Both of these special issues look at creative nonfiction/memoir, in the wake of the Jonathan Frey shipwreck. The Antioch Review's issue is subtitled Memoirs True and False. Editor Robert S. Fogarty in his introductory essay reminds us that this is not a new controversy, citing the reaction to Lillian Hellman’s Pentimento. He goes on to describe a number of memoirs, demonstrating their range and diversity. The essays that make up the bulk of the volume are also diverse, some giving an extraordinarily vivid view of an experience, others musing on the role of memory and memoirs. Creative Nonfiction's editor, Lee Gutkind, on the other hand, devotes the issue to explaining what the genre is and exploring some of the ethical issues faced by CNF writers.
One of these is how to handle dialogue. I know there are many readers who will not tolerate any dialogue whatsoever in a memoir, since it cannot be word-for-word accurate unless—like my son’s friend Lorne—the writer carried around a journal and transcribed every conversation as it happened. Other readers accept dialogue because it brings the scene to life and conveys an emotional truth.
Count me in the emotional truth camp. Picking up a memoir is, for me, like sitting down in a theatre. I know that the living room on the stage with its coral-striped rugs is not a real living room, and the deck with shells on the railing is not a real deck, but I’m willing to suspend my disbelief in order to enter into the story. If I want the facts about an event, I’ll go to the newspapers and history books, accepting even there the inevitable distortions. I go to a memoir for one person’s understanding of what happened. Obviously that person’s understanding is going to be skewed by the things s/he has selected to remember and the way those memories have been twisted by time, photographs, other people’s stories, etc.

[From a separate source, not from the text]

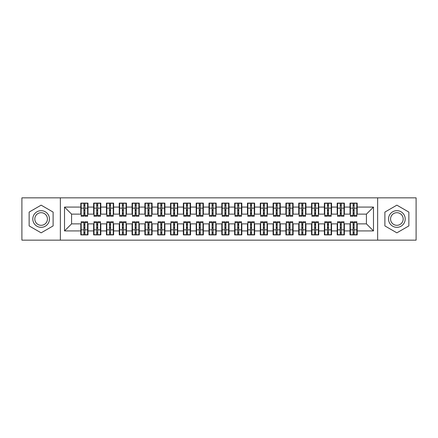 <?xml version="1.0" encoding="UTF-8"?>
<svg xmlns="http://www.w3.org/2000/svg" width="438" height="438" viewBox="0 0 438 438"><rect width="100%" height="100%" fill="white"/><g stroke="black" fill="none" stroke-linecap="round" stroke-linejoin="round"><path stroke-width="0.66" d="M377.644 240.15L416.1 240.15L416.1 197.85L377.644 197.85L377.644 240.15L60.356 240.15L60.356 197.85L21.9 197.85L21.9 240.15L60.356 240.15M353.094 210.859L354.118 210.859L353.094 210.859M354.118 227.141L353.094 227.141L354.118 227.141M340.271 210.859L341.301 210.859L340.271 210.859M341.301 227.141L340.271 227.141L341.301 227.141M327.454 210.859L328.478 210.859L327.454 210.859M328.478 227.141L327.454 227.141L328.478 227.141M314.632 210.859L315.661 210.859L314.632 210.859M315.661 227.141L314.632 227.141L315.661 227.141M301.815 210.859L302.839 210.859L301.815 210.859M302.839 227.141L301.815 227.141L302.839 227.141M288.992 210.859L290.022 210.859L288.992 210.859M290.022 227.141L288.992 227.141L290.022 227.141M276.175 210.859L277.199 210.859L276.175 210.859M277.199 227.141L276.175 227.141L277.199 227.141M263.353 210.859L264.382 210.859L263.353 210.859M264.382 227.141L263.353 227.141L264.382 227.141M250.536 210.859L251.56 210.859L250.536 210.859M251.56 227.141L250.536 227.141L251.56 227.141M237.719 210.859L238.743 210.859L237.719 210.859M238.743 227.141L237.719 227.141L238.743 227.141M224.897 210.859L225.92 210.859L224.897 210.859M225.92 227.141L224.897 227.141L225.92 227.141M212.08 210.859L213.103 210.859L212.08 210.859M213.103 227.141L212.08 227.141L213.103 227.141M199.257 210.859L200.281 210.859L199.257 210.859M200.281 227.141L199.257 227.141L200.281 227.141M186.44 210.859L187.464 210.859L186.44 210.859M187.464 227.141L186.44 227.141L187.464 227.141M173.618 210.859L174.647 210.859L173.618 210.859M174.647 227.141L173.618 227.141L174.647 227.141M160.801 210.859L161.825 210.859L160.801 210.859M161.825 227.141L160.801 227.141L161.825 227.141M147.978 210.859L149.008 210.859L147.978 210.859M149.008 227.141L147.978 227.141L149.008 227.141M135.161 210.859L136.185 210.859L135.161 210.859M136.185 227.141L135.161 227.141L136.185 227.141M122.339 210.859L123.368 210.859L122.339 210.859M123.368 227.141L122.339 227.141L123.368 227.141M109.522 210.859L110.546 210.859L109.522 210.859M110.546 227.141L109.522 227.141L110.546 227.141M96.699 210.859L97.729 210.859L96.699 210.859M97.729 227.141L96.699 227.141L97.729 227.141M377.644 197.85L60.356 197.85M81.189 214.127L71.575 214.127L64.523 207.075L64.523 230.925L80.806 230.925L80.806 234.894L87.983 234.894L87.983 230.925L93.623 230.925L93.623 234.894L100.806 234.894L100.806 230.925L106.445 230.925L106.445 234.894L113.623 234.894L113.623 230.925L119.262 230.925L119.262 234.894L126.445 234.894L126.445 230.925L132.084 230.925L132.084 234.894L139.262 234.894L139.262 230.925L144.901 230.925L144.901 234.894L152.085 234.894L152.085 230.925L157.724 230.925L157.724 234.894L164.902 234.894L164.902 230.925L170.541 230.925L170.541 234.894L177.719 234.894L177.719 230.925L183.363 230.925L183.363 234.894L190.541 234.894L190.541 230.925L196.18 230.925L196.18 234.894L203.358 234.894L203.358 230.925L209.003 230.925L209.003 234.894L216.18 234.894L216.18 230.925L221.82 230.925L221.82 234.894L228.997 234.894L228.997 230.925L234.642 230.925L234.642 234.894L241.82 234.894L241.82 230.925L247.459 230.925L247.459 234.894L254.637 234.894L254.637 230.925L260.281 230.925L260.281 234.894L267.459 234.894L267.459 230.925L273.098 230.925L273.098 234.894L280.276 234.894L280.276 230.925L285.915 230.925L285.915 234.894L293.099 234.894L293.099 230.925L298.738 230.925L298.738 234.894L305.916 234.894L305.916 230.925L311.555 230.925L311.555 234.894L318.738 234.894L318.738 230.925L324.377 230.925L324.377 234.894L331.555 234.894L331.555 230.925L337.194 230.925L337.194 234.894L344.377 234.894L344.377 230.925L350.017 230.925L350.017 234.894L357.194 234.894L357.194 223.873L366.425 223.873L366.425 214.127L356.811 214.127M64.523 207.075L80.806 207.075L80.806 214.127M366.425 214.127L373.477 207.075L357.194 207.075L357.194 203.106L350.017 203.106L350.017 207.075L344.377 207.075L344.377 203.106L337.194 203.106L337.194 207.075L331.555 207.075L331.555 203.106L324.377 203.106L324.377 207.075L318.738 207.075L318.738 203.106L311.555 203.106L311.555 207.075L305.916 207.075L305.916 203.106L298.738 203.106L298.738 207.075L293.099 207.075L293.099 203.106L285.915 203.106L285.915 207.075L280.276 207.075L280.276 203.106L273.098 203.106L273.098 207.075L267.459 207.075L267.459 203.106L260.281 203.106L260.281 207.075L254.637 207.075L254.637 203.106L247.459 203.106L247.459 207.075L241.82 207.075L241.82 203.106L234.642 203.106L234.642 207.075L228.997 207.075L228.997 203.106L221.82 203.106L221.82 207.075L216.18 207.075L216.18 203.106L209.003 203.106L209.003 207.075L203.358 207.075L203.358 203.106L196.18 203.106L196.18 207.075L190.541 207.075L190.541 203.106L183.363 203.106L183.363 207.075L177.719 207.075L177.719 203.106L170.541 203.106L170.541 207.075L164.902 207.075L164.902 203.106L157.724 203.106L157.724 207.075L152.085 207.075L152.085 203.106L144.901 203.106L144.901 207.075L139.262 207.075L139.262 203.106L132.084 203.106L132.084 207.075L126.445 207.075L126.445 203.106L119.262 203.106L119.262 207.075L113.623 207.075L113.623 203.106L106.445 203.106L106.445 207.075L100.806 207.075L100.806 203.106L93.623 203.106L93.623 207.075L87.983 207.075L87.983 203.106L80.806 203.106L80.806 207.075M373.477 207.075L373.477 230.925L357.194 230.925M344.377 230.925L344.377 223.873L350.4 223.873M350.017 230.925L350.017 223.873M357.194 207.075L357.194 214.127M331.555 230.925L331.555 223.873L337.583 223.873M337.194 230.925L337.194 223.873M350.017 207.075L350.017 214.127L343.989 214.127M344.377 207.075L344.377 214.127M318.738 230.925L318.738 223.873L324.761 223.873M324.377 230.925L324.377 223.873M337.194 207.075L337.194 214.127L331.172 214.127M331.555 207.075L331.555 214.127M305.916 230.925L305.916 223.873L311.944 223.873M311.555 230.925L311.555 223.873M324.377 207.075L324.377 214.127L318.349 214.127M318.738 207.075L318.738 214.127M293.099 230.925L293.099 223.873L299.121 223.873M298.738 230.925L298.738 223.873M311.555 207.075L311.555 214.127L305.532 214.127M305.916 207.075L305.916 214.127M280.276 230.925L280.276 223.873L286.304 223.873M285.915 230.925L285.915 223.873M298.738 207.075L298.738 214.127L292.71 214.127M293.099 207.075L293.099 214.127M267.459 230.925L267.459 223.873L273.482 223.873M273.098 230.925L273.098 223.873M285.915 207.075L285.915 214.127L279.893 214.127M280.276 207.075L280.276 214.127M254.637 230.925L254.637 223.873L260.665 223.873M260.281 230.925L260.281 223.873M273.098 207.075L273.098 214.127L267.07 214.127M267.459 207.075L267.459 214.127M241.82 230.925L241.82 223.873L247.842 223.873M247.459 230.925L247.459 223.873M260.281 207.075L260.281 214.127L254.254 214.127M254.637 207.075L254.637 214.127M228.997 230.925L228.997 223.873L235.025 223.873M234.642 230.925L234.642 223.873M247.459 207.075L247.459 214.127L241.437 214.127M241.82 207.075L241.82 214.127M216.18 230.925L216.18 223.873L222.203 223.873M221.82 230.925L221.82 223.873M234.642 207.075L234.642 214.127L228.614 214.127M228.997 207.075L228.997 214.127M203.358 230.925L203.358 223.873L209.386 223.873M209.003 230.925L209.003 223.873M221.82 207.075L221.82 214.127L215.797 214.127M216.18 207.075L216.18 214.127M190.541 230.925L190.541 223.873L196.563 223.873M196.18 230.925L196.18 223.873M209.003 207.075L209.003 214.127L202.975 214.127M203.358 207.075L203.358 214.127M177.719 230.925L177.719 223.873L183.746 223.873M183.363 230.925L183.363 223.873M196.18 207.075L196.18 214.127L190.158 214.127M190.541 207.075L190.541 214.127M164.902 230.925L164.902 223.873L170.929 223.873M170.541 230.925L170.541 223.873M183.363 207.075L183.363 214.127L177.335 214.127M177.719 207.075L177.719 214.127M152.085 230.925L152.085 223.873L158.107 223.873M157.724 230.925L157.724 223.873M170.541 207.075L170.541 214.127L164.518 214.127M164.902 207.075L164.902 214.127M139.262 230.925L139.262 223.873L145.29 223.873M144.901 230.925L144.901 223.873M157.724 207.075L157.724 214.127L151.696 214.127M152.085 207.075L152.085 214.127M126.445 230.925L126.445 223.873L132.468 223.873M132.084 230.925L132.084 223.873M144.901 207.075L144.901 214.127L138.879 214.127M139.262 207.075L139.262 214.127M113.623 230.925L113.623 223.873L119.651 223.873M119.262 230.925L119.262 223.873M132.084 207.075L132.084 214.127L126.056 214.127M126.445 207.075L126.445 214.127M100.806 230.925L100.806 223.873L106.828 223.873M106.445 230.925L106.445 223.873M119.262 207.075L119.262 214.127L113.239 214.127M113.623 207.075L113.623 214.127M87.983 230.925L87.983 223.873L94.011 223.873M93.623 230.925L93.623 223.873M106.445 207.075L106.445 214.127L100.417 214.127M100.806 207.075L100.806 214.127M83.882 210.859L84.906 210.859L83.882 210.859M84.906 227.141L83.882 227.141L84.906 227.141M64.523 230.925L71.575 223.873L81.189 223.873M80.806 230.925L80.806 223.873M93.623 207.075L93.623 214.127L87.6 214.127M87.983 207.075L87.983 214.127M53.113 212.08L41.128 205.159L29.143 212.08L29.143 225.92L41.128 232.841L53.113 225.92L53.113 212.08L53.113 225.92L41.128 232.841L29.143 225.92L29.143 212.08L41.128 205.159L53.113 212.08M384.887 212.08L384.887 225.92L396.872 232.841L408.857 225.92L408.857 212.08L396.872 205.159L384.887 212.08L396.872 205.159L408.857 212.08L408.857 225.92L396.872 232.841L384.887 225.92L384.887 212.08M71.575 214.127L71.575 223.873M350.4 214.127L350.017 214.127M337.583 214.127L337.194 214.127M324.761 214.127L324.377 214.127M311.944 214.127L311.555 214.127M299.121 214.127L298.738 214.127M286.304 214.127L285.915 214.127M273.482 214.127L273.098 214.127M260.665 214.127L260.281 214.127M247.842 214.127L247.459 214.127M235.025 214.127L234.642 214.127M222.203 214.127L221.82 214.127M209.386 214.127L209.003 214.127M196.563 214.127L196.18 214.127M183.746 214.127L183.363 214.127M170.929 214.127L170.541 214.127M158.107 214.127L157.724 214.127M145.29 214.127L144.901 214.127M132.468 214.127L132.084 214.127M119.651 214.127L119.262 214.127M106.828 214.127L106.445 214.127M94.011 214.127L93.623 214.127M87.6 223.873L87.983 223.873M100.417 223.873L100.806 223.873M113.239 223.873L113.623 223.873M126.056 223.873L126.445 223.873M138.879 223.873L139.262 223.873M151.696 223.873L152.085 223.873M164.518 223.873L164.902 223.873M177.335 223.873L177.719 223.873M190.158 223.873L190.541 223.873M202.975 223.873L203.358 223.873M215.797 223.873L216.18 223.873M228.614 223.873L228.997 223.873M241.437 223.873L241.82 223.873M254.254 223.873L254.637 223.873M267.07 223.873L267.459 223.873M279.893 223.873L280.276 223.873M292.71 223.873L293.099 223.873M305.532 223.873L305.916 223.873M318.349 223.873L318.738 223.873M331.172 223.873L331.555 223.873M343.989 223.873L344.377 223.873M356.811 223.873L357.194 223.873M373.477 230.925L366.425 223.873M81.189 203.232L87.6 203.232L81.189 203.232L81.189 216.246L83.882 216.246L83.882 203.281L87.6 203.298L87.6 216.246L84.906 216.246L84.906 203.298M83.882 204.946L84.906 204.946M83.882 215.167L84.906 215.167M84.906 213.558L83.882 213.558M83.882 212.928L84.906 212.928M87.983 209.194L87.6 209.194M87.983 210.859L87.6 210.859M81.189 209.194L80.806 209.194M81.189 210.859L80.806 210.859M87.6 234.768L81.189 234.768L87.6 234.768L87.6 221.754L84.906 221.754L84.906 234.719L81.189 234.702L81.189 221.754L83.882 221.754L83.882 234.702M84.906 233.054L83.882 233.054M84.906 222.832L83.882 222.832M83.882 224.442L84.906 224.442M84.906 225.072L83.882 225.072M80.806 228.806L81.189 228.806M80.806 227.141L81.189 227.141M87.6 228.806L87.983 228.806M87.6 227.141L87.983 227.141M94.011 203.232L100.417 203.232L94.011 203.232L94.011 216.246L96.699 216.246L96.699 203.281L100.417 203.298L100.417 216.246L97.729 216.246L97.729 203.298M96.699 204.946L97.729 204.946M96.699 215.167L97.729 215.167M97.729 213.558L96.699 213.558M96.699 212.928L97.729 212.928M100.806 209.194L100.417 209.194M100.806 210.859L100.417 210.859M94.011 209.194L93.623 209.194M94.011 210.859L93.623 210.859M106.828 203.232L113.239 203.232L106.828 203.232L106.828 216.246L109.522 216.246L109.522 203.281L113.239 203.298L113.239 216.246L110.546 216.246L110.546 203.298M109.522 204.946L110.546 204.946M109.522 215.167L110.546 215.167M110.546 213.558L109.522 213.558M109.522 212.928L110.546 212.928M113.623 209.194L113.239 209.194M113.623 210.859L113.239 210.859M106.828 209.194L106.445 209.194M106.828 210.859L106.445 210.859M119.651 203.232L126.056 203.232L119.651 203.232L119.651 216.246L122.339 216.246L122.339 203.281L126.056 203.298L126.056 216.246L123.368 216.246L123.368 203.298M122.339 204.946L123.368 204.946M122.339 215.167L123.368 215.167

There is substantial literary artifice involved in writing a memoir, even without the use of dialogue, if only in the selecting and ordering of events to create a narrative out of the chaos of a life lived. No writer—even a journalist—gives you every detail of a person’s appearance or every word that comes out of that person’s mouth. The writer selects details and quotes that support the narrative.
The further literary artifice of dialogue in a memoir doesn’t bother me. I trust that the writer is giving me the emotional truth of a conversation as the writer understands it. I trust that the writer is making a good faith effort to present not just dialogue but the events of the narrative as accurately as possible given the constraints of time and memory. Of course, sometimes that trust is betrayed. I personally draw the line at deliberate distortions such as creating composite characters and rearranging the chronology of events.
In a memoir, I don’t expect proclamations of truth handed down by an omniscient being. I expect to enter into the experience of another flawed human being, and welcome literary devices like dialogue that enhance that experience.